The fulvous antshrike's song is "a steadily repeated series of whistled notes, 'uué, uué, uué...' ". It has several calls. The most common is "a long...nasal, downward-inflected snarl variously expressed as churr, charrr, chakeeer, or mEw'urrr". Others are a "descending squeal described as peeeeeeh or peeeeeeyargh" and " a loud, repeated chee-chee-chee-chee-chee".

==Status==

The IUCN follows HBW taxonomy and so does not separately assess the fulvous antshrike from the undulated antshrike.

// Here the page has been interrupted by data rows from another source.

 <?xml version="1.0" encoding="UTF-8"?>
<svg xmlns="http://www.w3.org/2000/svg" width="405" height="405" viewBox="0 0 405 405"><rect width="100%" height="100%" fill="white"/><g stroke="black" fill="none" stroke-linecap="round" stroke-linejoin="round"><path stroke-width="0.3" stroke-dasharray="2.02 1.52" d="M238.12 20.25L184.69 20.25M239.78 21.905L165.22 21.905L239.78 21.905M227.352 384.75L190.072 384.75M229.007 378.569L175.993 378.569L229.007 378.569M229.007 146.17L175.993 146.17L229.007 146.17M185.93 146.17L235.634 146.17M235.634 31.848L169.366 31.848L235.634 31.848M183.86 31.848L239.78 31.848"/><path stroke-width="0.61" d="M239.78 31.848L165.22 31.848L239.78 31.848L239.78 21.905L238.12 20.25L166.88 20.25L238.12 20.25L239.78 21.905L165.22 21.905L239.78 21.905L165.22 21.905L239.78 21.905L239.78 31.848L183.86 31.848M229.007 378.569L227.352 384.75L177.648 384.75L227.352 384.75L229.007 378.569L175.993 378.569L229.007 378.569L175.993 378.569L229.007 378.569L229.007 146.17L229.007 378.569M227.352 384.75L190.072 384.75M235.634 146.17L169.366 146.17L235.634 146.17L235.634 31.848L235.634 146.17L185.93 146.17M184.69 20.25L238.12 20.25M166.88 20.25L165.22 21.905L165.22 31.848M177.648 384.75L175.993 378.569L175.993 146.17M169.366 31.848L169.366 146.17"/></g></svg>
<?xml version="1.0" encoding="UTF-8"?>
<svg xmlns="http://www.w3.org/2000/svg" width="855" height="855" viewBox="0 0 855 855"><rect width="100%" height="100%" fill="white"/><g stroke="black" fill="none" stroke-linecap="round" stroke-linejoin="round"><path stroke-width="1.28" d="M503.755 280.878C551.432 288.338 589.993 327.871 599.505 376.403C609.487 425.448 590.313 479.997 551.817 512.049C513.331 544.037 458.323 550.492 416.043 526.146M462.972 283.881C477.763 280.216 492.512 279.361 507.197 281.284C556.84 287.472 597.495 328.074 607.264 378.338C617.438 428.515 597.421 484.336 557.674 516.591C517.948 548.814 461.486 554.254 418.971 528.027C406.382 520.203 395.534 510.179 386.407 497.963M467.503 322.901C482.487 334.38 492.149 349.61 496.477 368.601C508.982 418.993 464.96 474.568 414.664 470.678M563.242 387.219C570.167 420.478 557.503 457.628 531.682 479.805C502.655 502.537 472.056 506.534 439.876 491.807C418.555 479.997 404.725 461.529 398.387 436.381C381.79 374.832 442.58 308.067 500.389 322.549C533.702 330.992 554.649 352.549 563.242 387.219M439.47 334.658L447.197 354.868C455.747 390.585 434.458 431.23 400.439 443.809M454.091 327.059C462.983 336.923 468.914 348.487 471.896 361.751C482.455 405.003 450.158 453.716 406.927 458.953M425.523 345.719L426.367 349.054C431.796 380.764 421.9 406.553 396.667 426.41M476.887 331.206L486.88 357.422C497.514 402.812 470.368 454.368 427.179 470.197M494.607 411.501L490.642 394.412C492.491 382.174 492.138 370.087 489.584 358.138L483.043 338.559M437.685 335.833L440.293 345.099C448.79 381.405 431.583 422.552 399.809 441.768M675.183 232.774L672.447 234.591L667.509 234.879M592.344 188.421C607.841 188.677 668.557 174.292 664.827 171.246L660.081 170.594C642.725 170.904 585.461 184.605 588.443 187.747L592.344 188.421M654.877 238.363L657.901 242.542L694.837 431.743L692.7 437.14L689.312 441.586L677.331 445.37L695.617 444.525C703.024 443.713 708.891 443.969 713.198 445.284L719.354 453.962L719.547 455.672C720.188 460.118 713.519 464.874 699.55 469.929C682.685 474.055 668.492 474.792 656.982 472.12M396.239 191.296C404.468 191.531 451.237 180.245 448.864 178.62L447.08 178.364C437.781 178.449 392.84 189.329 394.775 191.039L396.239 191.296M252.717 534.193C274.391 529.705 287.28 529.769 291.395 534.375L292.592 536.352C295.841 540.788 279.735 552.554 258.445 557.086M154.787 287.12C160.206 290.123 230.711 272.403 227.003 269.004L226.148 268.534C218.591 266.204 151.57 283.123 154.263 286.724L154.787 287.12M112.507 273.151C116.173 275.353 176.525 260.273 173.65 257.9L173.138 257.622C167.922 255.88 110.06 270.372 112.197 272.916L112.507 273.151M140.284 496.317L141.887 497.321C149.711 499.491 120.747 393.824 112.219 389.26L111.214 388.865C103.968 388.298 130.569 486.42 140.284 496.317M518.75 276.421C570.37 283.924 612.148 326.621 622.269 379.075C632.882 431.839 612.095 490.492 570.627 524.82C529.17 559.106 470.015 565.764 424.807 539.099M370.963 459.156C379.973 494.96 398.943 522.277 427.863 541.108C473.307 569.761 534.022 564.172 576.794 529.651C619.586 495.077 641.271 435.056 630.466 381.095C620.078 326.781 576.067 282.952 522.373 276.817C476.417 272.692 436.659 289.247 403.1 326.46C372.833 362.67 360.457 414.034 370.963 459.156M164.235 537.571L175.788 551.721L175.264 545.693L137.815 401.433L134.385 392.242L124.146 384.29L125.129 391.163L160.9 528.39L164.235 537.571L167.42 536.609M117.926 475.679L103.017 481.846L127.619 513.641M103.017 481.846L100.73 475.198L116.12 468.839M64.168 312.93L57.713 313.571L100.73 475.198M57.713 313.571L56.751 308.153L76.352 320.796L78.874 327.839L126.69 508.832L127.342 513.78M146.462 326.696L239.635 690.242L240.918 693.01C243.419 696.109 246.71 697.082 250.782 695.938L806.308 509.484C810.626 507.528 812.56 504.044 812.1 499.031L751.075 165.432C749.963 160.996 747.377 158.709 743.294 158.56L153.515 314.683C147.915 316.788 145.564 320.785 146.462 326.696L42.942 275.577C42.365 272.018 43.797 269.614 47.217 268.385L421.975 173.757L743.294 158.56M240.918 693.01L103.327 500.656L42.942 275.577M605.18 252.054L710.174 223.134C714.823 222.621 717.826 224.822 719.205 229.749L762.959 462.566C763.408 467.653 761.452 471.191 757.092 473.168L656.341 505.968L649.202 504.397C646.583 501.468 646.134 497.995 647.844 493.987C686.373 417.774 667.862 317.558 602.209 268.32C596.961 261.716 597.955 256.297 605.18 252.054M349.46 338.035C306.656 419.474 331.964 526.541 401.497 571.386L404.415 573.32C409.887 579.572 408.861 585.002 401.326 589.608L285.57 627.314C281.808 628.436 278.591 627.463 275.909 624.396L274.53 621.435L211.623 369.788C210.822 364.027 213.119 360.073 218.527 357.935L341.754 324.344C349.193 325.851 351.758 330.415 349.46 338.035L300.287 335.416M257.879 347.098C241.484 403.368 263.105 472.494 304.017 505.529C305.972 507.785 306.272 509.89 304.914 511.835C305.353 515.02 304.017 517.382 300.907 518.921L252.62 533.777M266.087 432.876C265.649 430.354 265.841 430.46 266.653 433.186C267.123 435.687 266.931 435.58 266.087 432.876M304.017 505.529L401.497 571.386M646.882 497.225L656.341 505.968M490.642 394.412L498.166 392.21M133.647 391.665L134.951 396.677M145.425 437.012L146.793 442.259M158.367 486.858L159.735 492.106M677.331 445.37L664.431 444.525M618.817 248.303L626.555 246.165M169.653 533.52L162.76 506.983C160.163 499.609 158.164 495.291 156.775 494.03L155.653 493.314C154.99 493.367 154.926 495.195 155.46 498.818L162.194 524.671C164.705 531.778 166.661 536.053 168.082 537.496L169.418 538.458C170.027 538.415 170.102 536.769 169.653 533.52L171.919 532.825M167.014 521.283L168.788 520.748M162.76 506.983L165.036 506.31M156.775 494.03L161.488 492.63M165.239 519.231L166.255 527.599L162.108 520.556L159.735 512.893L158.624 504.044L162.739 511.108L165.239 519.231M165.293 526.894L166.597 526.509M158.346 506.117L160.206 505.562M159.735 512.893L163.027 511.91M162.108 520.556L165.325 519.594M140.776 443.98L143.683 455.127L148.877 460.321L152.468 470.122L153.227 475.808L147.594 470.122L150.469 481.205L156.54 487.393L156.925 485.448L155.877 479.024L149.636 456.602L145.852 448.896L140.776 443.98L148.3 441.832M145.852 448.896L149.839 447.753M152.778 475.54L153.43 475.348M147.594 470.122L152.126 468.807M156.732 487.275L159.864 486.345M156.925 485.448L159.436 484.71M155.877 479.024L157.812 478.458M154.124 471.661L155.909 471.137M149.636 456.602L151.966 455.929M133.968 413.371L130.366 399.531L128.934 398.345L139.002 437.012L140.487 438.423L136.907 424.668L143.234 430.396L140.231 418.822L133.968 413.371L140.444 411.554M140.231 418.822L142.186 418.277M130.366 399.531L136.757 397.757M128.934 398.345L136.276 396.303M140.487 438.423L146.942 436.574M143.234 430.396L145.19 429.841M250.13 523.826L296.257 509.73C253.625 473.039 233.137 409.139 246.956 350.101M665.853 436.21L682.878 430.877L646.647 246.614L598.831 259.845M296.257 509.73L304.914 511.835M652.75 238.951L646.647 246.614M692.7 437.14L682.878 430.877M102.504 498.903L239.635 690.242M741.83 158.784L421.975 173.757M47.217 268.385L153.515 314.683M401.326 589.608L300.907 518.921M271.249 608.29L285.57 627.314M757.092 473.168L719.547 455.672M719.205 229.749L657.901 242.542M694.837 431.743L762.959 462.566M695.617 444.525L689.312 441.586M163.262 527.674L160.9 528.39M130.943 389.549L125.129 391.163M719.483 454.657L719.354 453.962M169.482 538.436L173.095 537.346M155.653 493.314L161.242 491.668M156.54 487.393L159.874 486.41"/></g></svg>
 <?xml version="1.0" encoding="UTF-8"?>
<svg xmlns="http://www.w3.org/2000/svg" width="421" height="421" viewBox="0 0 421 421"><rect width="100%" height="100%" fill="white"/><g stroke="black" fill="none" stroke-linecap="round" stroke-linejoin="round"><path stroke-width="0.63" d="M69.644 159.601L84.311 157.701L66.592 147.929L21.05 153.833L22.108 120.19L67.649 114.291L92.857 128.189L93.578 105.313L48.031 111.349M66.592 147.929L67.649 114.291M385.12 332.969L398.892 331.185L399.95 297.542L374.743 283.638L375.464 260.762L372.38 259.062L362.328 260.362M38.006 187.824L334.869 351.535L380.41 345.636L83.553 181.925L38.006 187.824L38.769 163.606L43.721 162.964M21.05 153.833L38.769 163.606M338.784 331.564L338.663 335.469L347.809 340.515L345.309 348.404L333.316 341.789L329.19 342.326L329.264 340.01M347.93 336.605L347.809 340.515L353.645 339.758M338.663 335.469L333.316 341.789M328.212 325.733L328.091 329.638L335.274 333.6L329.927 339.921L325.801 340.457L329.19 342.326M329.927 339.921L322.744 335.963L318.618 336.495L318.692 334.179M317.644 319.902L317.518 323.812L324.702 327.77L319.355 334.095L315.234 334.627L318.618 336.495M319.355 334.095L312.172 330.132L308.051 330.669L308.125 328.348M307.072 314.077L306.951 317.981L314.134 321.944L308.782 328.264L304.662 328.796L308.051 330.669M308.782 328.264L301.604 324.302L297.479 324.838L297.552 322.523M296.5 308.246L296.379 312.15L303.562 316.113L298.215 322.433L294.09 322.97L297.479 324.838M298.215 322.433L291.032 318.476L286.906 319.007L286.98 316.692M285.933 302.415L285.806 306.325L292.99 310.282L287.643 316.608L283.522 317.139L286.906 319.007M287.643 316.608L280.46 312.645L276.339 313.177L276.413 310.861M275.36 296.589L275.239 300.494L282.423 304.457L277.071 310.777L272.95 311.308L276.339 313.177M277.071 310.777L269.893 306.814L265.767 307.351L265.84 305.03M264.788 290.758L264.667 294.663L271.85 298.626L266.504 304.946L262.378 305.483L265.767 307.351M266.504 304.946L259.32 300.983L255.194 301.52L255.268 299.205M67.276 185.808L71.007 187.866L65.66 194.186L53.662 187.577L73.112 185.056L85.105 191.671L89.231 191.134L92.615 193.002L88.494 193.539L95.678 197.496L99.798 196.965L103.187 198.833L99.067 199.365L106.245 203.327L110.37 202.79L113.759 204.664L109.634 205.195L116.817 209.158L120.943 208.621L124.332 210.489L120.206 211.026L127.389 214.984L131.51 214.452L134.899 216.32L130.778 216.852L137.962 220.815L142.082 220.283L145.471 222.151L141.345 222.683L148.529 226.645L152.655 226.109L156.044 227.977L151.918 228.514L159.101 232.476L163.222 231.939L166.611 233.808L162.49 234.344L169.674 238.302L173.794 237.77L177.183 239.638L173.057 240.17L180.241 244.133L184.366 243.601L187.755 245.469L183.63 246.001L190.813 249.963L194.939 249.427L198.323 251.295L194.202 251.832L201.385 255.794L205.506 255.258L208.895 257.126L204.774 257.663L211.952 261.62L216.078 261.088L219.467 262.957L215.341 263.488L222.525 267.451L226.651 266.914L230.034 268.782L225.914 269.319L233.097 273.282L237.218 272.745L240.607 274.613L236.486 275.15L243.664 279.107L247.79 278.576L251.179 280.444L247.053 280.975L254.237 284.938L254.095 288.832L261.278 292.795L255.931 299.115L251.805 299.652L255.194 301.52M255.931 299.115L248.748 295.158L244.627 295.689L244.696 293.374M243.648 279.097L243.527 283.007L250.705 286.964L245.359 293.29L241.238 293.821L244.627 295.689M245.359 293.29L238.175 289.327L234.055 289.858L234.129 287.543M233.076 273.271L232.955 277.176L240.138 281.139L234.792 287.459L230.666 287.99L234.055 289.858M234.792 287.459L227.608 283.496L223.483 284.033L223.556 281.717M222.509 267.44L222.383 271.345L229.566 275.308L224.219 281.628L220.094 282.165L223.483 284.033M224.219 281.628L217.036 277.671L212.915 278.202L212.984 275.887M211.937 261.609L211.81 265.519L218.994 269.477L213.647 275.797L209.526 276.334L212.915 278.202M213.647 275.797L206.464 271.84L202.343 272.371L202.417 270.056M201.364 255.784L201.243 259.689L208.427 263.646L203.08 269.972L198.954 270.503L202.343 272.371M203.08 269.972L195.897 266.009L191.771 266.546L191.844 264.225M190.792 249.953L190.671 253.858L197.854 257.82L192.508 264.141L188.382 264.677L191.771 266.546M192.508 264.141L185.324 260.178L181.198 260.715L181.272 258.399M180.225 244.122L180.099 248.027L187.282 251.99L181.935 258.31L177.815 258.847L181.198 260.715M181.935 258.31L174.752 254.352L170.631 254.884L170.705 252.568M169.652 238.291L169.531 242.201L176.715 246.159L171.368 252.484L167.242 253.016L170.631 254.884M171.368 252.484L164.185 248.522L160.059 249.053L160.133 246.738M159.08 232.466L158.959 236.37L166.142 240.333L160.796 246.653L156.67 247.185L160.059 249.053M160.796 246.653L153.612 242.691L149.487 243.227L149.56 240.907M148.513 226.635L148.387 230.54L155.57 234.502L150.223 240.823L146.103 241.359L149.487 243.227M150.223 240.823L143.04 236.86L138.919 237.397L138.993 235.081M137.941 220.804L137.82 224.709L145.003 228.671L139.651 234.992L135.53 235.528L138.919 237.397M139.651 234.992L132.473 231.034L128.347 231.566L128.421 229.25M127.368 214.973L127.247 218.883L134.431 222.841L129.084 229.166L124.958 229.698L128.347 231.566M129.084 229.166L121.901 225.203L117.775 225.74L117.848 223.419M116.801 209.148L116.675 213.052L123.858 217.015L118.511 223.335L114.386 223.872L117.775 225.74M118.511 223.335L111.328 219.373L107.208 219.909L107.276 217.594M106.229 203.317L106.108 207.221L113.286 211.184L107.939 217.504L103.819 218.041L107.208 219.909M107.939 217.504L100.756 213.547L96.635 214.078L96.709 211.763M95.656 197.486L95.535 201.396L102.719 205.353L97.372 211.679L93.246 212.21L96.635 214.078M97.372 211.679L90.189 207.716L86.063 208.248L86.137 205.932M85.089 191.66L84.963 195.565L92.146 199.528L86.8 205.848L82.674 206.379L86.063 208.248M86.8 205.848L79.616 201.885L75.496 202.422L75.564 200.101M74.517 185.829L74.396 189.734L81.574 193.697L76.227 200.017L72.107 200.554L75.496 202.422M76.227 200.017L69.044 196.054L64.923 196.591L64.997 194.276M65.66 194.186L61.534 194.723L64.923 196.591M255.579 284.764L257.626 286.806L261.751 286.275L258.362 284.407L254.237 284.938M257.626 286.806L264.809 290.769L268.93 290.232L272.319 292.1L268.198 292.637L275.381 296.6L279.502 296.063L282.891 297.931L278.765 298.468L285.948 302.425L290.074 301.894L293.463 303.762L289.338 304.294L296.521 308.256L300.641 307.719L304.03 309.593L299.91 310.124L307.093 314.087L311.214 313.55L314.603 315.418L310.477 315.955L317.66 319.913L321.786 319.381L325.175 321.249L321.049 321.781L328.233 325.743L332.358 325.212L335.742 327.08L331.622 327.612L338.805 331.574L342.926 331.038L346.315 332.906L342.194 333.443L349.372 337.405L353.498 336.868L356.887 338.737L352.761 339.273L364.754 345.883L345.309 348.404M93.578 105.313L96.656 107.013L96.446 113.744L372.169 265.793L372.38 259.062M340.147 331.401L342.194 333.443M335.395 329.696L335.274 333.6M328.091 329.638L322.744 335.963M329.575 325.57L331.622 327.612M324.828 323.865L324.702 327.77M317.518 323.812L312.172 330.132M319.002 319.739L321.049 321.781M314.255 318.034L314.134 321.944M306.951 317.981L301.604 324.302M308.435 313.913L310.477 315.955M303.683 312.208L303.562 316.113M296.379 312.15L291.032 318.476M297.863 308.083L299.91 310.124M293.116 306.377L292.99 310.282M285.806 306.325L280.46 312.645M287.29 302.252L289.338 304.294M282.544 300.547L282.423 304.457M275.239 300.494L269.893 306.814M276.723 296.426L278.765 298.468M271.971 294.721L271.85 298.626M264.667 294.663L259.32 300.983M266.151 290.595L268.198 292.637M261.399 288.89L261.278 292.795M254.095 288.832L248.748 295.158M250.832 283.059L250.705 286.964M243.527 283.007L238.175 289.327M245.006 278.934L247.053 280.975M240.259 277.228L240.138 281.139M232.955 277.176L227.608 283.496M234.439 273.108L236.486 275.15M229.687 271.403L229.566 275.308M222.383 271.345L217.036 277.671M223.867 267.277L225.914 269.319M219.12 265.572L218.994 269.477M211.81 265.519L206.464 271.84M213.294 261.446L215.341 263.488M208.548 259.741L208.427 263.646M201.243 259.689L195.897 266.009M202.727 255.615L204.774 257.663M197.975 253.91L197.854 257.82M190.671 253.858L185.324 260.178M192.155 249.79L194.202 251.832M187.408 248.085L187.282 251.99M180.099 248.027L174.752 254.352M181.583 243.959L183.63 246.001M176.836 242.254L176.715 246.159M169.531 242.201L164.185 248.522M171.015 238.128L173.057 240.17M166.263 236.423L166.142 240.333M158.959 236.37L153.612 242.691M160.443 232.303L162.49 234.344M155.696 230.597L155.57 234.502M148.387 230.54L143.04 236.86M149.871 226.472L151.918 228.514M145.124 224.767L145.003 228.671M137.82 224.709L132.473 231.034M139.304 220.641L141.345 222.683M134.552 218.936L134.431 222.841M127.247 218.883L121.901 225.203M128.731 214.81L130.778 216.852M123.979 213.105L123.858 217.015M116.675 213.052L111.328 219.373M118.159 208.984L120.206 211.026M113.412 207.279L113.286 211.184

It is considered uncommon in Colombia, rare and local in Ecuador, and rare to uncommon in Peru. It occurs in at least three protected areas. "No effects of human activity have been specifically documented, but given its dependence on mature forests, the Fulvous Antshrike is undoubtedly adversely impacted by habitat fragmentation and other anthropogenic habitat alteration."